Atmosphere

The environment of the earth is a product of “weather”—of the transport of moisture, of the actions between winds and oceans, of the cycling of energy through biotic systems. Understanding of biological potentials of atmospheric factors involves understanding of atmospheric motions affecting transport and mixing of contaminants and the processes of deposition of radionuclides from atmosphere to earth.
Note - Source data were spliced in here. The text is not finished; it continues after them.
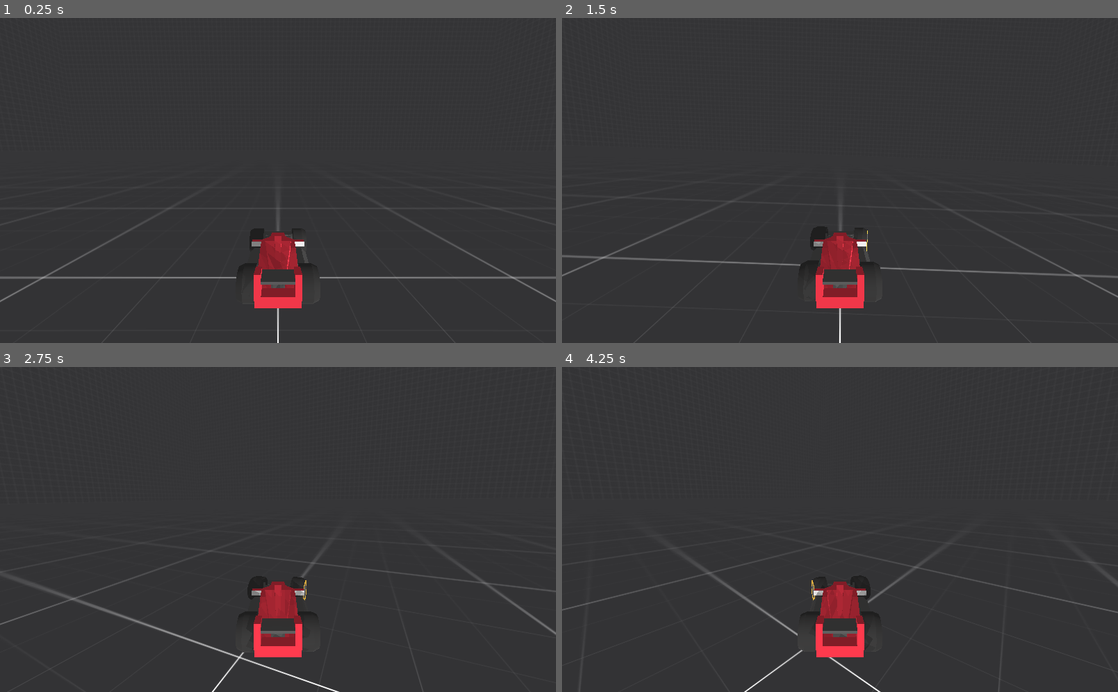
Above: before the commit, frames 1-4 (two rows, left to right).
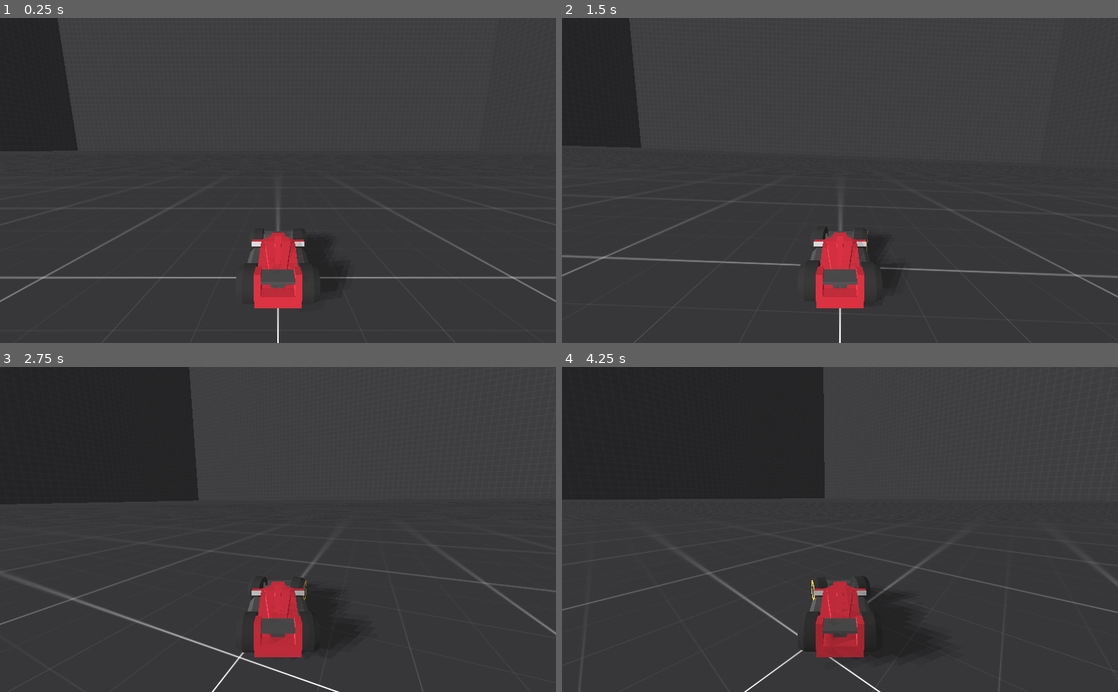
Above: after the commit, the same moments.

Repository: RichoM/LowPolyRacing
Game: Godot game, scene res://test.tscn
Same seed, same stepped clock (60 frames per second), same inputs: the game is played once before the commit and once after it.
Inputs:
- Up to frame 1 (0.25 s): no input
- Up to frame 2 (1.5 s): hold Right (ui_right) 0.53-1.28 s; hold Down (ui_down) from 1.28 s (still down)
- Up to frame 3 (2.75 s): release Down (ui_down) at 2.03 s; hold Right (ui_right) from 2.03 s (still down)
- Up to frame 4 (4.25 s): release Right (ui_right) at 2.78 s; hold Up (ui_up) 2.78-3.53 s; hold Left (ui_left) from 3.53 s (still down)

The runs differ from the first frame. In frame 1, 1.2% of the frame differs, in the area x 42-63%, y 64-88%; in frame 2, 1.4%; in frame 3, 1.6%, in the area x 43-58%, y 64-90%; in frame 4, 1.5%.

Commit message:
Improved the light a little

Diff:
--- a/test.tscn
+++ b/test.tscn
@@ -7,8 +7,8 @@
 size = Vector2( 500, 500 )
 
 [sub_resource type="SpatialMaterial" id=2]
-flags_unshaded = true
 flags_world_triplanar = true
+params_diffuse_mode = 2
 albedo_texture = ExtResource( 2 )
 uv1_scale = Vector3( 0.1, 0.1, 0.1 )
 uv1_triplanar = true
@@ -76,9 +76,10 @@
 shape = SubResource( 3 )
 
 [node name="DirectionalLight" type="DirectionalLight" parent="."]
-transform = Transform( 0.767136, 0.411214, 0.492348, -0.472443, 0.881361, 0, -0.433936, -0.232606, 0.870399, 0, 2.97544, 0 )
+transform = Transform( 0.827766, -0.096583, -0.552698, 0.378229, 0.823655, 0.422535, 0.414422, -0.558806, 0.718324, 0, 12.1043, 0 )
 light_energy = 0.5
 shadow_enabled = true
+shadow_color = Color( 0.345098, 0.345098, 0.345098, 1 )
 
 [node name="car" parent="." instance=ExtResource( 1 )]
 transform = Transform( 1, 0, 0, 0, 1, 0, 0, 0, 1, 0, 0.539582, 0 )

Network of towers on the Atomic Energy Commission reservation near Richland, Washington, used by atmospheric physicists in measuring quantity, concentration, and dilution of radioactive materials in the atmosphere.

At some thousands of feet above the earth’s surface—at 30,000 to 40,000 feet in the middle and polar latitudes and at 50,000 to 60,000 feet in the tropics—there is a level, the tropopause, at which air temperature, rather than decreasing, becomes constant or increases with height. Below this level is the troposphere, the turbulent zone of clouds, rain, and fog. Above it is the stratosphere, where there is no turbulence and only a slow mixing of dry and cloudless air. The stratosphere continues to a height of about 100,000 feet. Investigators have noted the importance of rain or snow in washing fallout particles from the air in the troposphere. There is disagreement on the precise modes of distribution of radioactive materials projected into the stratosphere.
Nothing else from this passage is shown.